#ubuntu-fr-l10n 2013-07-03
<Galuel> bonjour
<Galuel> Je voudrais participer à la traduction francophone, notamment, je voudrais porter le principe que propriétaire ne signifie pas privateur, et que libre ne signifie pas gratuit, il y a un mélange énorme dans la logithèque sur ces notions fondamentales...
<Galuel> J'ai un peu regardé, mais j'ai pas compris comment faire pour proposer des changements...
#ubuntu-fr-l10n 2013-07-04
<Galuel> Hello
<Galuel> teolemon !
<teolemon> hej
<teolemon> la confusion est où
<teolemon> parce que je me souviens que le sujet avait été discuté
<Galuel> La confusion est sur le terme "propriétaire" et sur le fait que dans "licence :" il devrait y avoir par exemple pour être précis privateur - copyright ou dans le cas d'une licence libre : libre- GPL (par exemple)
<teolemon> je veux parler en terme d'UI
<teolemon> j'ai bien conscience de la différence, mais c'est à quel endroit(s) visuellement
<Galuel> http://postimg.org/image/vncn96tkn/
<teolemon> https://translations.launchpad.net/ubuntu/raring/+source/software-center/+pots/software-center/fr/86/+translate
<teolemon> oh **** de ****
<teolemon> regarde les indications
<teolemon> apportez moi un chaton
<teolemon> que je l'étrangle en place publique
<teolemon> grrrrrrr
<teolemon> bon
<teolemon> sur privateur/propriétaire
<teolemon> on garde propriétaire
<teolemon> c'est le terme consacré
<teolemon> privateur est inutilement dévalorisant
<YoBoY> j'aime pas le mot privateur, il est incompréhensible par monsieur tout le monde (mes 2 cents)
<teolemon> propriétaire veut bien dire ce qu'il veut dire
<teolemon> sur gratuit libre
<teolemon> la chaine n'est pas claire
<teolemon> je vais ouvrir un bogue
<Galuel> propriétaire est impropre
<teolemon> le commentaire traducteur dit à la fois gratis et libre
<Galuel> On est propriétaire de son logiciel libre
<Galuel> Un logiciel est libre ou bien privateur de liberté
<teolemon> Un logiciel propriétaire1, appelé parfois de manière militante logiciel privateur2, ou encore logiciel non libre3, est un logiciel dont la duplication, la modification ou l'usage est limité.

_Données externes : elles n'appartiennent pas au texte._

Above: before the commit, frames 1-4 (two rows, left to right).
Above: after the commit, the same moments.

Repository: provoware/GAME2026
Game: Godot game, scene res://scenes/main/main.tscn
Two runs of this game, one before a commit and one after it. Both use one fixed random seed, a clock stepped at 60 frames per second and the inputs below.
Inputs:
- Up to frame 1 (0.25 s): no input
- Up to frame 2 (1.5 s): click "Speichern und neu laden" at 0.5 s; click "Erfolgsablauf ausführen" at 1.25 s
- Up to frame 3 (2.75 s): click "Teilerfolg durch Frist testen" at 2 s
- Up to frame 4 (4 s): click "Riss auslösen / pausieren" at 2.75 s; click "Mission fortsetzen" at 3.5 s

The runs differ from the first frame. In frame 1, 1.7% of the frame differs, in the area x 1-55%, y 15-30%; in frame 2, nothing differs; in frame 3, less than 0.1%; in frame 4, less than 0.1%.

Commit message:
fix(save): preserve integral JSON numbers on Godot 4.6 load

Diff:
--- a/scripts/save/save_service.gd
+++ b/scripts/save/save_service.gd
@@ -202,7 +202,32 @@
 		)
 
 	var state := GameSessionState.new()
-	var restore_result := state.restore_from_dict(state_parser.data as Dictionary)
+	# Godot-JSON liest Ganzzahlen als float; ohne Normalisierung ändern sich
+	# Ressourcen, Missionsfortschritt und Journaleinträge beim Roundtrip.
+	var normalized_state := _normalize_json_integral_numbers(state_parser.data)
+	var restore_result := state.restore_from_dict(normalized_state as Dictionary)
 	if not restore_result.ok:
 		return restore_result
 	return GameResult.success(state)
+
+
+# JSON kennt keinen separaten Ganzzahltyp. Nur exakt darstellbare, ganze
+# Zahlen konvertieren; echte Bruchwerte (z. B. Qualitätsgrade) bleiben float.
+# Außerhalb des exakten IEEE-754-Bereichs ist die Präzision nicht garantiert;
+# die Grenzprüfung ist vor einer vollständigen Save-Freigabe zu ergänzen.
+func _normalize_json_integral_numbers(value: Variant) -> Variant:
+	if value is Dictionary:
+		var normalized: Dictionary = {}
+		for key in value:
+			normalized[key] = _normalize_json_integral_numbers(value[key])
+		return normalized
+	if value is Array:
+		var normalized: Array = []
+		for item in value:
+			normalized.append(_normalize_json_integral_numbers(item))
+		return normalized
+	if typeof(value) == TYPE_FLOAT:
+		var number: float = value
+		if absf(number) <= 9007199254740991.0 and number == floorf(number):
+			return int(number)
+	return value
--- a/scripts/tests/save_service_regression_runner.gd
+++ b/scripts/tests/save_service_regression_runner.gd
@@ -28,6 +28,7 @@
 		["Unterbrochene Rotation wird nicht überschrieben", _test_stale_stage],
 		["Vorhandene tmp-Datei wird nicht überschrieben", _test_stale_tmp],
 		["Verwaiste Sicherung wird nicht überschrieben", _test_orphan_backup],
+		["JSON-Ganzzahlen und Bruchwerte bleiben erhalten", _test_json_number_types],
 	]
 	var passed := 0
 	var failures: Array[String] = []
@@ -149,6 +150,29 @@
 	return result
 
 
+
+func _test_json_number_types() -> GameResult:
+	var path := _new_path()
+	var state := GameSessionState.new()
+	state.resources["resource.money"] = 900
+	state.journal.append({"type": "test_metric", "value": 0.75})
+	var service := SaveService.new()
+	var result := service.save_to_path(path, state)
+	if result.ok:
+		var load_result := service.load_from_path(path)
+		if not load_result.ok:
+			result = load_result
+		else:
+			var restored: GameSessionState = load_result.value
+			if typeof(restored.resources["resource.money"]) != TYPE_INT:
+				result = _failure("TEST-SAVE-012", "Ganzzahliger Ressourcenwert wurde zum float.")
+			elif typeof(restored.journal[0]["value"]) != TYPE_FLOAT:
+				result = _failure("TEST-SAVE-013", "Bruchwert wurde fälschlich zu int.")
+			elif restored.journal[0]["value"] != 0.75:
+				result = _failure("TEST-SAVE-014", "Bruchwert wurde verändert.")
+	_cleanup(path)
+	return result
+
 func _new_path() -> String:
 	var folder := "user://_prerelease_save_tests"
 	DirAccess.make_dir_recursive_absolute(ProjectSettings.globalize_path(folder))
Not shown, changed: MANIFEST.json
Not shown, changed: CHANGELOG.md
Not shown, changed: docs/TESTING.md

Ceci se matérialise par des limitations légales, matérielles, ou logicielles dans l'utilisation, la
<teolemon> cf wikipedia
<teolemon> l'article est logiciel propriétaire
<teolemon> logiciel non libre me va
<Galuel> C'est une erreur de sens. Propriété a un sens parfaitement différent
<Galuel> Oui non-libre est correct
<Galuel> C'est d'ailleurs fortement contesté par Stallman et l'APRIL, marqué dans l'article wikipedia qui doit être déplacé vers privateur : https://fr.wikipedia.org/wiki/Logiciel_propri%C3%A9taire#Histoire_des_terminologies
<Galuel> "logiciel propriétaire" vient du fond marxiste français qui confond toutes les luttes avec celle de la propriété capitaliste source de tous les mots.
<Galuel> Or je suis 100% propriétaire de mon Ubuntu qui est libre.
<teolemon> je ne vais pas me lancer dans une exégèse
<Galuel> Confondre donc la notion de propriété avec la notion de privation des libertés est un contre sens qui génère confusion et flou sémantique.
<teolemon> non-libre me va aussi, mais c'est une décision collégiale
<Galuel> non-libre est correct, ça me va tout à fait. Privateur est encore plus précis, mais on peut s'en passer avec non-libre.
<teolemon> pourrais-tu t'inscrire à la liste et envoyer un petit mail à ce sujet ?
<Galuel> C'est où ?
<teolemon> http://doc.ubuntu-fr.org/ubuntu-l10n-fr
<teolemon> dans le point 1
<teolemon> tu as déjà contribué ?
<Galuel> non
<teolemon> on a besoin d'aide sur la logithèque
<teolemon> pour les descriptions, précisément :-)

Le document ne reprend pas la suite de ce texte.